**WHAT YOU HAVE TO DO:**
What you return must be the exact lines of the material below, from the first through the one that has "Game: Godot game, scene res://test.tscn", with no pictures and, please, nothing else.

**DATA PROVIDED:**
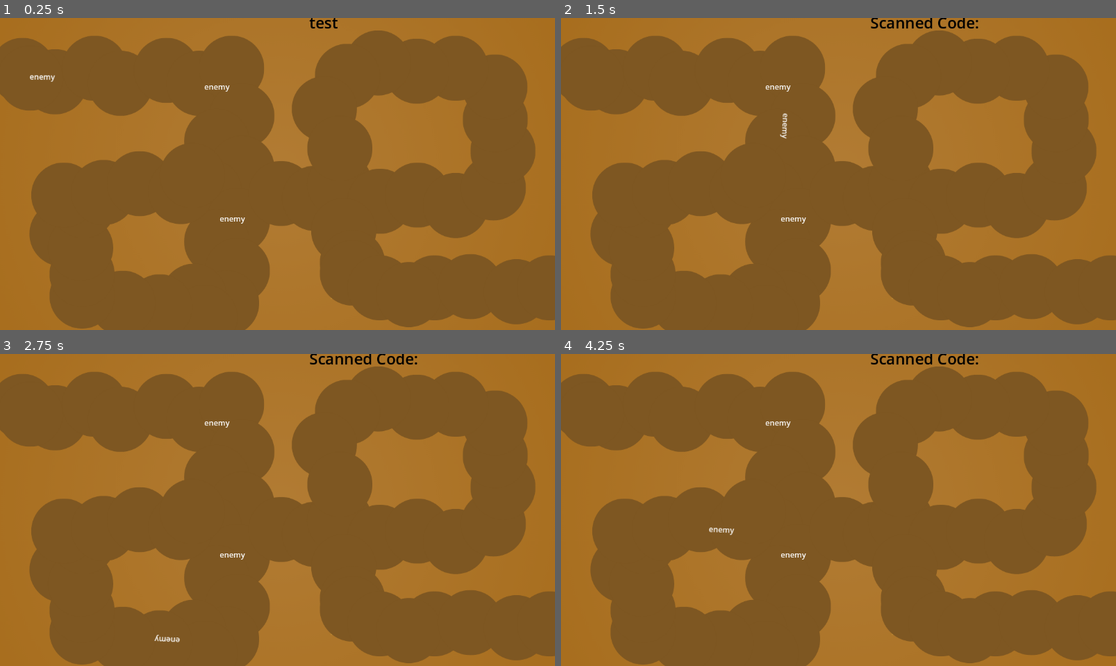
Above: before the commit, frames 1-4 (two rows, left to right).
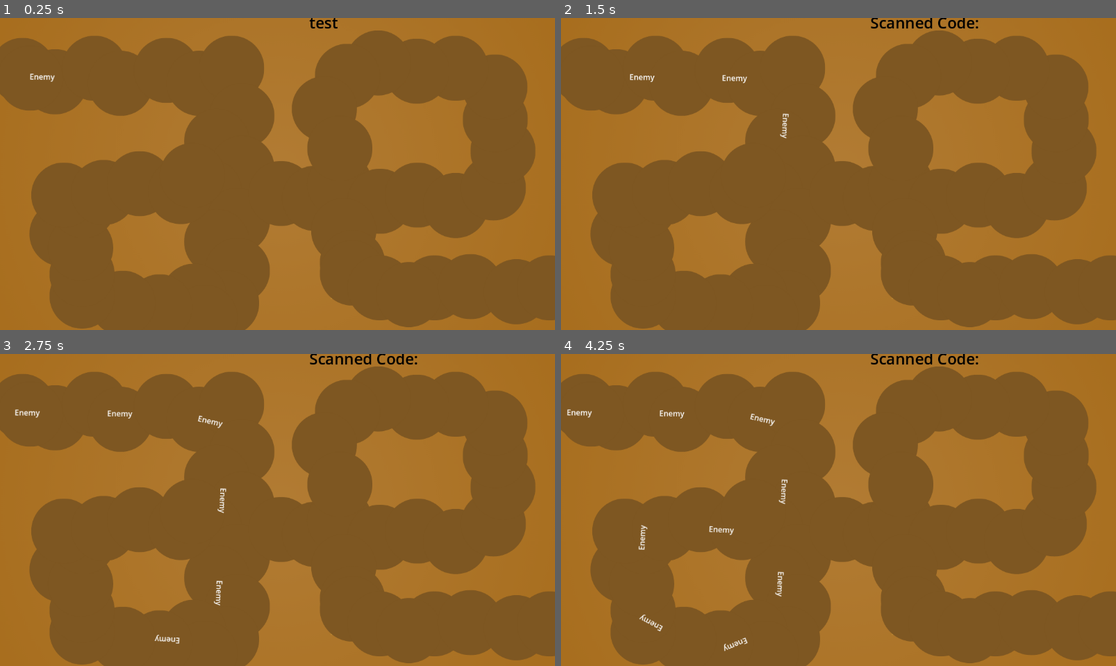
Above: after the commit, the same moments.

Repository: Nils1024/campfire-flagship
Game: Godot game, scene res://test.tscn
Two runs of this game, one before a commit and one after it. Both use one fixed random seed, a clock stepped at 60 frames per second and the inputs below.
Inputs:
- Up to frame 1 (0.25 s): no input
- Up to frame 2 (1.5 s): tap Enter at 0.5, 0.6 s; tap Keypad Enter at 0.8, 1.35 s; tap Space at 1.25 s
- Up to frame 3 (2.75 s): tap Enter at 1.55, 2.1 s; tap Keypad Enter at 2.3 s
- Up to frame 4 (4.25 s): tap Keypad Enter at 2.85, 3.8 s; tap Enter at 3.05, 3.6 s

The runs differ from the first frame. In frame 1, 0.1% of the frame differs, in the area x 5-45%, y 17-66%; in frame 2, 0.2%; in frame 3, 0.4%; in frame 4, 0.6%, in the area x 1-45%, y 17-96%.
Error after the commit: Invalid assignment of property or key 'scanning' with value of type 'bool' on a base object of type 'Nil'. (res://Scripts/barcode.gd:33)

Commit message:
Bug Fix
Enemys lwk die now (not a suicide pact)

Diff:
--- a/Scripts/barcode.gd
+++ b/Scripts/barcode.gd
@@ -21,19 +21,29 @@
 
 func on_barcode_scanned(barcode: String) -> void:
 	if barcode == code1:
-		spawn_effect($"test-folder/Tower")
+		var folder = $"test-folder/Tower"
+		spawn_effect(folder)
+		remove_effect(folder)
 	elif barcode == code2:
-		spawn_effect($"test-folder/Tower2")
+		var folder = $"test-folder/Tower2"
+		spawn_effect(folder)
+		remove_effect(folder)
 
 	$Label.text = "Scanned Code: %s" %barcode
-
+	Global.scanning = true
+	await get_tree().create_timer(.01).timeout
+	Global.scanning = false
 	# Do whatever you want with the barcode here
 
 func spawn_effect(effect):
-	if len(effect.get_meta("children")) > 0:
-		print("DEATH")
 	var color_rect = effect.get_node("ColorRect")
 	var original_color = color_rect.color
 	color_rect.color = "Black"
 	await get_tree().create_timer(.2).timeout #await animation end insteadd
 	color_rect.color = original_color
+
+func remove_effect(effect):
+	if is_instance_valid(effect):
+		print(effect.get_meta("children"))
+		for child in effect.get_meta("children"):
+			child.queue_free()
--- a/level_system.gd
+++ b/Scripts/level_system.gd
@@ -1,11 +1,13 @@
 extends Node2D
 
 var spawn_queue = []
-@onready var tower_scene = preload("res://tower.tscn")
+@onready var tower_scene = preload("res://enemy.tscn")
 
 # Called when the node enters the scene tree for the first time.
 func _ready() -> void:
-	add()
+	for i in range(10):
+		add()
+		await get_tree().create_timer(.5).timeout
 
 # Called every frame. 'delta' is the elapsed time since the previous frame.
 func _process(delta: float) -> void:
@@ -19,4 +21,3 @@
 	var new_tower = tower_scene.instantiate(PackedScene.GEN_EDIT_STATE_INSTANCE)
 	new_tower.add_to_group("Enemy")
 	spawn_queue.append(new_tower)
-	print
--- a/tower.gd
+++ b/Scripts/tower.gd
@@ -12,4 +12,5 @@
 
 func _on_area_area_exited(area: Area2D) -> void:
 	var enemy = area.get_parent()
-	children.erase(enemy)
+	if enemy.is_in_group("Enemy"):
+		children.erase(enemy)
--- /dev/null
+++ b/enemy.tscn
@@ -0,0 +1,65 @@
+[gd_scene format=3 uid="uid://bcqh6sasjcgbc"]
+
+[sub_resource type="CircleShape2D" id="CircleShape2D_vedim"]
+radius = 107.51744
+
+[sub_resource type="Animation" id="Animation_k1sas"]
+length = 0.001
+tracks/0/type = "value"
+tracks/0/imported = false
+tracks/0/enabled = true
+tracks/0/path = NodePath(".:progress_ratio")
+tracks/0/interp = 1
+tracks/0/loop_wrap = true
+tracks/0/keys = {
+"times": PackedFloat32Array(0),
+"transitions": PackedFloat32Array(1),
+"update": 0,
+"values": [0.0]
+}
+
+[sub_resource type="Animation" id="Animation_vedim"]
+resource_name = "Walk"
+length = 10.0
+tracks/0/type = "value"
+tracks/0/imported = false
+tracks/0/enabled = true
+tracks/0/path = NodePath(".:progress_ratio")
+tracks/0/interp = 1
+tracks/0/loop_wrap = true
+tracks/0/keys = {
+"times": PackedFloat32Array(0, 10),
+"transitions": PackedFloat32Array(1, 1),
+"update": 0,
+"values": [0.0, 1.0]
+}
+
+[sub_resource type="AnimationLibrary" id="AnimationLibrary_stebd"]
+_data = {
+&"RESET": SubResource("Animation_k1sas"),
+&"Walk": SubResource("Animation_vedim")
+}
+
+[node name="Enemy" type="PathFollow2D" unique_id=960545786]
+metadata/children = []
+
+[node name="Area" type="Area2D" parent="." unique_id=1140551660]
+
+[node name="Collision" type="CollisionShape2D" parent="Area" unique_id=649112765]
+shape = SubResource("CircleShape2D_vedim")
+
+[node name="ColorRect" type="ColorRect" parent="." unique_id=2012816413]
+offset_right = 40.0
+offset_bottom = 40.0
+color = Color(1, 1, 1, 0)
+
+[node name="AnimationPlayer" type="AnimationPlayer" parent="." unique_id=224243253]
+libraries/ = SubResource("AnimationLibrary_stebd")
+
+[node name="Label" type="Label" parent="." unique_id=556751633]
+offset_right = 40.0
+offset_bottom = 23.0
+text = "Enemy"
+
+[connection signal="area_entered" from="Area" to="." method="_on_area_area_entered"]
+[connection signal="area_exited" from="Area" to="." method="_on_area_area_exited"]
--- a/project.godot
+++ b/project.godot
@@ -15,6 +15,10 @@
 config/features=PackedStringArray("4.6", "GL Compatibility")
 config/icon="res://Assets/icon.svg"
 
+[autoload]
+
+Global="*uid://827c4gnx5tm3"
+
 [input]
 
 test={
--- a/test.tscn
+++ b/test.tscn
@@ -2,9 +2,9 @@
 
 [ext_resource type="Script" uid="uid://bxby0lylr2xnb" path="res://Scripts/barcode.gd" id="1_37kl0"]
 [ext_resource type="Texture2D" uid="uid://dygm1nirubimm" path="res://Assets/path-draft-one.png" id="2_8uh7m"]
-[ext_resource type="PackedScene" uid="uid://bcqh6sasjcgbc" path="res://tower.tscn" id="3_6uqi0"]
+[ext_resource type="PackedScene" uid="uid://defjfh8xestnc" path="res://tower.tscn" id="3_6uqi0"]
 [ext_resource type="PackedScene" uid="uid://bdndrcj0hxo3" path="res://path.tscn" id="4_ykrsh"]
-[ext_resource type="Script" uid="uid://bhm1v0os055f7" path="res://level_system.gd" id="5_g14j6"]
+[ext_resource type="Script" uid="uid://bhm1v0os055f7" path="res://Scripts/level_system.gd" id="5_g14j6"]
 
 [node name="Test" type="Node2D" unique_id=1474481475]
 script = ExtResource("1_37kl0")
@@ -25,18 +25,11 @@
 
 [node name="test-folder" type="Node2D" parent="." unique_id=1503814230]
 
-[node name="Tower" parent="test-folder" unique_id=511707659 instance=ExtResource("3_6uqi0")]
-position = Vector2(424, 131)
+[node name="Tower" parent="test-folder" unique_id=2047865917 instance=ExtResource("3_6uqi0")]
+position = Vector2(456, 156)
 
-[node name="2" type="ColorRect" parent="test-folder" unique_id=1452808256]
-offset_left = 313.0
-offset_top = 249.0
-offset_right = 469.0
-offset_bottom = 369.0
-color = Color(1, 1, 1, 0)
-
-[node name="Tower2" parent="test-folder" unique_id=146760862 instance=ExtResource("3_6uqi0")]
-position = Vector2(456, 405)
+[node name="Tower2" parent="test-folder" unique_id=1362054530 instance=ExtResource("3_6uqi0")]
+position = Vector2(708, 372)
 
 [node name="Path" parent="." unique_id=1027853351 instance=ExtResource("4_ykrsh")]
 script = ExtResource("5_g14j6")
--- a/tower.tscn
+++ b/tower.tscn
@@ -1,68 +1,23 @@
-[gd_scene format=3 uid="uid://bcqh6sasjcgbc"]
+[gd_scene format=3 uid="uid://defjfh8xestnc"]
 
-[ext_resource type="Script" uid="uid://7m2a3fq8wwo1" path="res://tower.gd" id="1_k1sas"]
+[ext_resource type="Script" uid="uid://7m2a3fq8wwo1" path="res://Scripts/tower.gd" id="1_k1sas"]
 
-[sub_resource type="CircleShape2D" id="CircleShape2D_vedim"]
-radius = 107.51744
+[sub_resource type="CircleShape2D" id="CircleShape2D_k1sas"]
+radius = 117.34564
 
-[sub_resource type="Animation" id="Animation_k1sas"]
-length = 0.001
-tracks/0/type = "value"
-tracks/0/imported = false
-tracks/0/enabled = true
-tracks/0/path = NodePath(".:progress_ratio")
-tracks/0/interp = 1
-tracks/0/loop_wrap = true
-tracks/0/keys = {
-"times": PackedFloat32Array(0),
-"transitions": PackedFloat32Array(1),
-"update": 0,
-"values": [0.0]
-}
-
-[sub_resource type="Animation" id="Animation_vedim"]
-resource_name = "Walk"
-length = 10.0
-tracks/0/type = "value"
-tracks/0/imported = false
-tracks/0/enabled = true
-tracks/0/path = NodePath(".:progress_ratio")
-tracks/0/interp = 1
-tracks/0/loop_wrap = true
-tracks/0/keys = {
-"times": PackedFloat32Array(0, 10),
-"transitions": PackedFloat32Array(1, 1),
-"update": 0,
-"values": [0.0, 1.0]
-}
-
-[sub_resource type="AnimationLibrary" id="AnimationLibrary_stebd"]
-_data = {
-&"RESET": SubResource("Animation_k1sas"),
-&"Walk": SubResource("Animation_vedim")
-}
-
-[node name="Tower" type="PathFollow2D" unique_id=960545786]
+[node name="Tower" type="Node2D" unique_id=2047865917]
 script = ExtResource("1_k1sas")
 metadata/children = []
 
-[node name="Area" type="Area2D" parent="." unique_id=1140551660]
+[node name="Area" type="Area2D" parent="." unique_id=1538556445]
 
-[node name="Collision" type="CollisionShape2D" parent="Area" unique_id=649112765]
-shape = SubResource("CircleShape2D_vedim")
+[node name="Collision" type="CollisionShape2D" parent="Area" unique_id=1692660343]
+shape = SubResource("CircleShape2D_k1sas")
 
-[node name="ColorRect" type="ColorRect" parent="." unique_id=2012816413]
+[node name="ColorRect" type="ColorRect" parent="." unique_id=1717540449]
 offset_right = 40.0
 offset_bottom = 40.0
 color = Color(1, 1, 1, 0)
 
-[node name="AnimationPlayer" type="AnimationPlayer" parent="." unique_id=224243253]
-libraries/ = SubResource("AnimationLibrary_stebd")
-
-[node name="Label" type="Label" parent="." unique_id=556751633]
-offset_right = 40.0
-offset_bottom = 23.0
-text = "enemy"
-
 [connection signal="area_entered" from="Area" to="." method="_on_area_area_entered"]
 [connection signal="area_exited" from="Area" to="." method="_on_area_area_exited"]
Renamed: level_system.gd.uid -> Scripts/level_system.gd.uid
Renamed: tower.gd.uid -> Scripts/tower.gd.uid
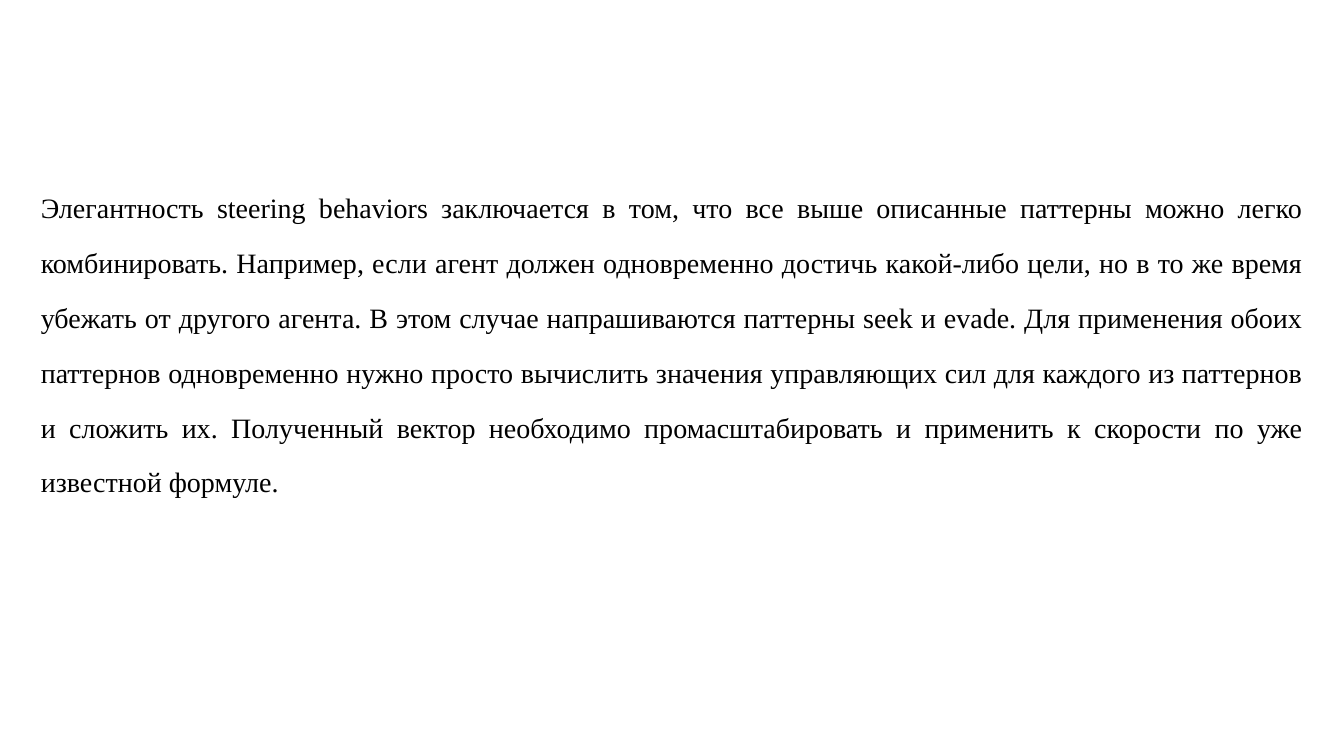
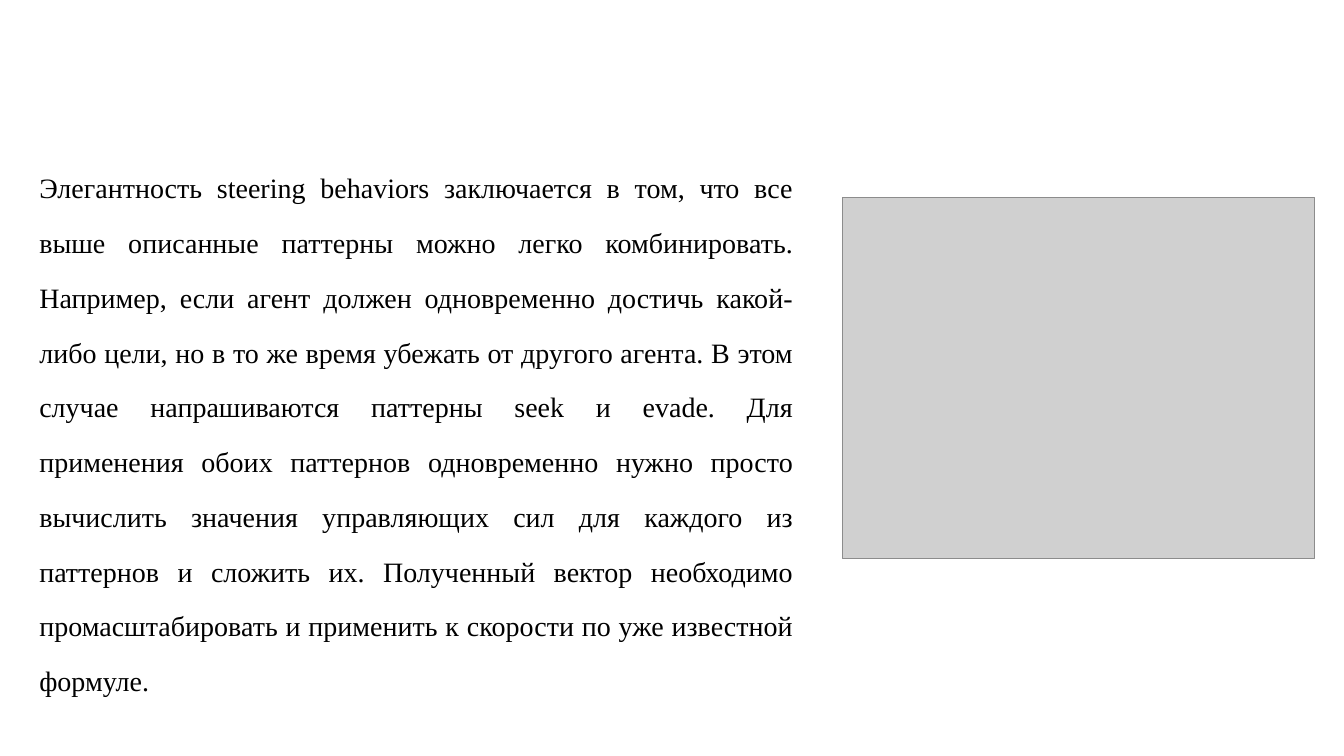
Before and after one commit to DmitryKotusev/CourseWork, a slide deck: slide 23 of ТестПрезька.pptx. Drawn at 1344x756 pixels with LibreOffice and Linux fonts; fonts in the diff are those of the drawing; grey boxes stand for pictures; background and template pictures are left out. Boxes give left, top, right and bottom in pixels: in the first picture for what was removed or moved away, otherwise in the second. Text is boxed around its words. In the diff, an @@ line names an element or a change of style, - is before the commit and + after.

```diff
--- a/ТестПрезька.pptx
+++ b/ТестПрезька.pptx
@@ text "Элегантность steering behaviors заключается в ..." rewrapped from (x1=41, y1=198, x2=1302, y2=498) to (x1=39, y1=178, x2=793, y2=697) @@
@@ picture added at (x1=843, y1=198, x2=1316, y2=559) @@
```
Also in this commit, not shown: 6 other slides changed.

**YOUR SOLUTION:**
Above: before the commit, frames 1-4 (two rows, left to right).
Above: after the commit, the same moments.

Repository: Nils1024/campfire-flagship
Game: Godot game, scene res://test.tscn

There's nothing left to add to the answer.